Eric Weinberger

Lake Michigan days

It is probably hard to enjoy this new big novel from America without some understanding of the shortstop’s position on the baseball field. But that is easily remedied, thanks to YouTube, where searching for ‘shortstop, fielding’ arouses multiple videos that compete for attention, with stars of the game in their infield position between second and third base, taking ground balls hit at, near, or even away from them, scooping them up, throwing to first base for the out: something the shortstop does six or more times in a game. Besides the catcher, who largely stays put, it is the most demanding field position in baseball, and if you’re going to write a novel about a peerless fielder (the commonplace, in baseball fiction, is to write about a hitter who crushes home runs), then this is the position you’d choose; where when one excels, nothing in baseball is more glamorous, but failure is glaring and ugly.   

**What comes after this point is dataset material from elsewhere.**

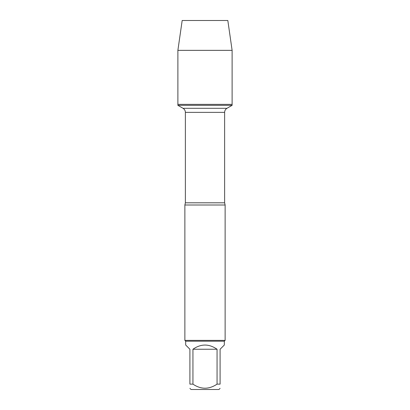 <?xml version="1.0" encoding="UTF-8"?>
<svg xmlns="http://www.w3.org/2000/svg" width="410" height="410" viewBox="0 0 410 410"><rect width="100%" height="100%" fill="white"/><g stroke="black" fill="none" stroke-linecap="round" stroke-linejoin="round"><path stroke-width="0.61" d="M177.884 105.334L232.116 105.334L232.116 104.365L177.884 104.365L177.884 105.334L183.029 108.301C184.536 109.239 185.315 110.592 185.376 112.371L185.376 202.806L184.874 205L184.874 340.387L225.126 340.387L225.126 205L184.874 205M220.093 388.357L218.955 389.5L191.045 389.5L189.907 388.357M217.059 349.243C209.018 343.667 200.982 343.667 192.941 349.243L217.059 349.243L217.059 384.134C209.008 389.567 200.967 389.567 192.941 384.134L189.907 384.134C189.907 389.567 189.907 389.567 189.907 384.134L189.907 349.243L185.679 345.02L185.679 341.197L224.321 341.197L224.321 345.02L220.093 349.243L220.093 384.134C220.093 389.567 220.093 389.567 220.093 384.134L217.059 384.134M192.941 349.243L192.941 384.134M185.679 341.197L184.874 340.387M177.884 104.365L232.116 104.365L232.116 50.353L177.884 50.353L177.884 104.365L177.884 50.353L182.173 20.5L199.798 20.5M177.884 50.353L182.173 20.5L227.827 20.5L232.116 50.353M185.376 202.806L224.624 202.806L225.126 205M224.624 202.806L224.624 112.371L185.376 112.371M183.029 108.301L226.971 108.301L232.116 105.334M224.624 112.371C224.685 110.592 225.464 109.239 226.971 108.301M224.321 341.197L225.126 340.387"/></g></svg>

In The Art of Fielding, the wondrous young shortstop, Henry Skrimshander of Westish College in the agrarian northeast of Wisconsin, starts to stink up the place, just as his undergraduate team is getting good for the first time in its sporting history. Suddenly he can’t throw anymore, when the ball is hit to him, whereas previously he was perfection itself — no errors, no missteps, nothing but the ‘same easy grace, same gunshot report’ following arrival at the place where the ball always went, ‘instantly, impeccably, as if he had some foreknowledge’. How will Henry’s team fare in the wake of his collapse?

It’s always said of baseball, or any sports, novels, that they are about more than the game itself — they are about life; but there is a hefty element of baseball spread over these 500 pages, in all its intricate and revealing plays, slang and jargon (a widespread term, in America, for minutiae that outsiders can’t comprehend is ‘inside baseball’).